__Task to carry out__: Every line containing "element" should be identified and copied from the data below.

[Material shown — start]

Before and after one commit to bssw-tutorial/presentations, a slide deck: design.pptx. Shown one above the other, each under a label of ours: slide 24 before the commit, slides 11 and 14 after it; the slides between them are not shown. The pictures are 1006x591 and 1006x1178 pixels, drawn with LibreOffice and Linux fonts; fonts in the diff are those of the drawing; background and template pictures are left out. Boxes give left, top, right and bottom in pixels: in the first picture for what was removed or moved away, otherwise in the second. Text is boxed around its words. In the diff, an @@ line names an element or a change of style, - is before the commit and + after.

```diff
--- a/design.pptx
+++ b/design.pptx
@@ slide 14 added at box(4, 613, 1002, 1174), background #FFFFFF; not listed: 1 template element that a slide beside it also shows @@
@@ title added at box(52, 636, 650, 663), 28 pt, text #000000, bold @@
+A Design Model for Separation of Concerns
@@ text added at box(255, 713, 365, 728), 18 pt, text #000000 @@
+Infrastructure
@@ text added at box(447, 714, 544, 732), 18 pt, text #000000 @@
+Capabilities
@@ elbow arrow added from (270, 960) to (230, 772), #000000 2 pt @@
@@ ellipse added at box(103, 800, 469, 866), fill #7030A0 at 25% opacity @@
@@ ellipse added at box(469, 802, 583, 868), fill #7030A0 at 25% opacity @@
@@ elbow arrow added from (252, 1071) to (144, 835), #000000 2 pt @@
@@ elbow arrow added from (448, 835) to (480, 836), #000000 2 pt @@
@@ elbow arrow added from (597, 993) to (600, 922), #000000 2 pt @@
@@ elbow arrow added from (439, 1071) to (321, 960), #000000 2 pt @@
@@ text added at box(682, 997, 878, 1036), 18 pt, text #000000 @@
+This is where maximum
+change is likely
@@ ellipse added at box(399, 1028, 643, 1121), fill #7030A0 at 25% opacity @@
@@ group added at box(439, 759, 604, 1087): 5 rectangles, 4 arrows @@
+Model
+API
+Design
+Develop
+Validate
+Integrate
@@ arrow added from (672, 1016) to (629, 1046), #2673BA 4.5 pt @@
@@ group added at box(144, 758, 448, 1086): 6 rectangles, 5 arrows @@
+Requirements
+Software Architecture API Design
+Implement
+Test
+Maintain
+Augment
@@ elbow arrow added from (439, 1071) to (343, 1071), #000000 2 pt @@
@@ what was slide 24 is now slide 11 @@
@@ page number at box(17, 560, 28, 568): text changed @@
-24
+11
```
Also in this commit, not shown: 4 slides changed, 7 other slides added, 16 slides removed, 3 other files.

[Material shown — finish]

__Solution to this problem__:
Before and after one commit to bssw-tutorial/presentations, a slide deck: design.pptx. Shown one above the other, each under a label of ours: slide 24 before the commit, slides 11 and 14 after it; the slides between them are not shown. The pictures are 1006x591 and 1006x1178 pixels, drawn with LibreOffice and Linux fonts; fonts in the diff are those of the drawing; background and template pictures are left out. Boxes give left, top, right and bottom in pixels: in the first picture for what was removed or moved away, otherwise in the second. Text is boxed around its words. In the diff, an @@ line names an element or a change of style, - is before the commit and + after.
@@ slide 14 added at box(4, 613, 1002, 1174), background #FFFFFF; not listed: 1 template element that a slide beside it also shows @@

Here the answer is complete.